(33) Hello, Meditation

Yesterday I ranted on this blog far more than I wish I would have.  A friend commented, hoping that I wasn’t getting an ulcer.

No, nothing like that.

Today I revisited Pema’s books, specifically the section on handling chaos, and something important jumped out at me. Somehow yesterday when I was reading about ceasing the struggle, I was missing the key point.  My eyes were glazing right over it.  But today it was clear:

Meditation practice is how we stop fighting with ourselves, how we stop struggling with circumstances, emotions, and moods.

Meditation.  If I had meditated before writing that blog, it would have been quite different.  I would have been more in line with the 5 Questions, and more in line with the person I want to be.

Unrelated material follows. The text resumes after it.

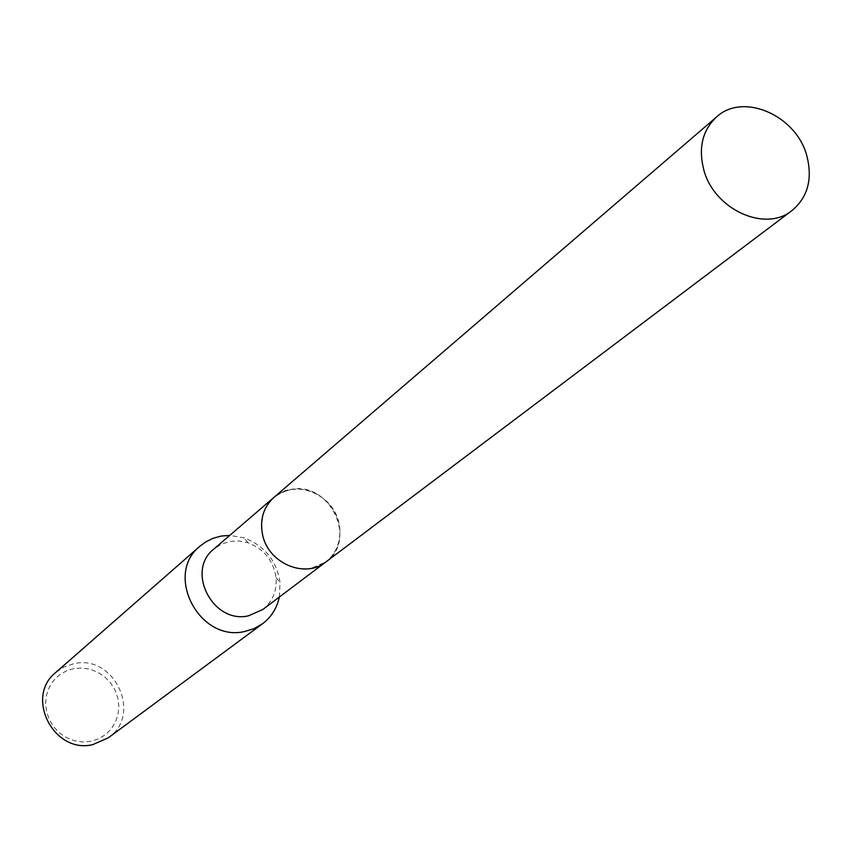 <?xml version="1.0" encoding="UTF-8"?>
<svg xmlns="http://www.w3.org/2000/svg" width="852" height="852" viewBox="0 0 852 852"><rect width="100%" height="100%" fill="white"/><g stroke="black" fill="none" stroke-linecap="round" stroke-linejoin="round"><path stroke-width="0.64" stroke-dasharray="4.26 3.19" d="M291.118 489.431L281.937 492.254L273.929 497.408C263.907 506.62 259.988 518.453 262.192 532.905C265.579 548.273 274.419 559.253 288.721 565.845L298.147 568.54L307.721 568.88L310.842 568.454L325.901 561.937C358.106 540.104 329.607 481.018 291.118 489.431C269.647 495.087 259.998 509.581 262.182 532.905C265.579 548.273 274.419 559.253 288.721 565.845L298.147 568.55L309.287 568.71L319.063 565.962L326.348 561.606L332.344 555.621L336.742 548.305L339.362 540.04L340.044 531.233L338.776 522.319L335.635 513.745L330.757 505.928L324.399 499.251L316.869 494.043L308.541 490.571L299.808 488.995L291.128 489.421M262.682 609.595C272.565 601.618 277.028 590.979 276.059 577.688C273.449 560.595 264.067 548.944 247.911 542.745L239.061 540.977L230.2 541.382L221.488 544.098L213.895 549.007M108.3 737.8C142.689 714.839 114.477 654.091 74.071 663.644L64.283 666.85L55.721 672.505M73.975 668.564L66.254 670.95L59.321 675.04L53.527 680.631L49.171 687.468L46.477 695.179L45.582 703.401L46.551 711.708L49.32 719.674L53.751 726.905L59.629 733.029L66.658 737.715L74.465 740.75L82.665 741.975L90.834 741.336L98.555 738.865L105.446 734.69L111.165 729.035L115.435 722.177L118.045 714.477L118.865 706.308L117.864 698.076L115.095 690.195L110.696 683.059L104.881 676.999L97.948 672.324L90.227 669.278L82.101 668L73.975 668.564M279.349 597.028L280.052 582.544C276.698 560.659 264.695 545.749 244.023 537.814L229.72 535.407M325.134 562.512L325.901 561.937C337.946 551.926 342.238 538.709 338.787 522.319C332.61 493.468 294.196 478.536 273.929 497.398L273.204 498.026M247.911 542.745L244.023 537.814M276.059 577.688L280.052 582.544"/><path stroke-width="1.28" d="M273.204 498.026L213.895 549.007C185.438 570.851 212.904 624.26 248.39 615.836L262.682 609.595L325.134 562.512M229.72 535.407L221.318 536.046L213.075 538.294L205.47 542.074L200.028 546.121C163.914 574.344 199.261 642.387 244.599 631.513L254.066 628.638L262.544 623.749C271.373 617.05 276.964 608.136 279.349 597.028M200.028 546.121L55.721 672.505C24.506 697.011 53.9 754.371 92.836 744.605L108.3 737.8L262.544 623.749M806.887 156.044C796.513 115.467 743.2 92.048 716.617 116.916C702.591 130.058 698.267 147.524 703.667 169.324C713.603 209.177 765.096 232.915 792.019 210.54C807.76 197.281 812.723 179.112 806.887 156.044M716.617 116.916L273.929 497.398C263.236 507.334 259.498 520.008 262.714 535.418C268.646 563.566 305.367 578.838 325.911 561.947L792.019 210.54"/></g></svg>

That being said, I assure you I pulled out my meditation cushion today and spent 12 minutes there.  My monkey mind was going wild.  I have the Insight Meditation app on my iPad, and I use it to time myself and to document with a short journal entry.  My last entry?  June 10, 2014.

Pitiful.

What do I need to learn to love next?  Getting my butt on the cushion.  Today I couldn’t count backwards from 4 without losing focus by 3.  I hope to change that over time.  My chaos and ranting is directly related to my lack of true focus.  I know from past experience that meditation can make all the difference.  This past weekend was a gripping reminder of that fact. I don’t want that kind of distraction any more. I will cease the struggle — the proven way!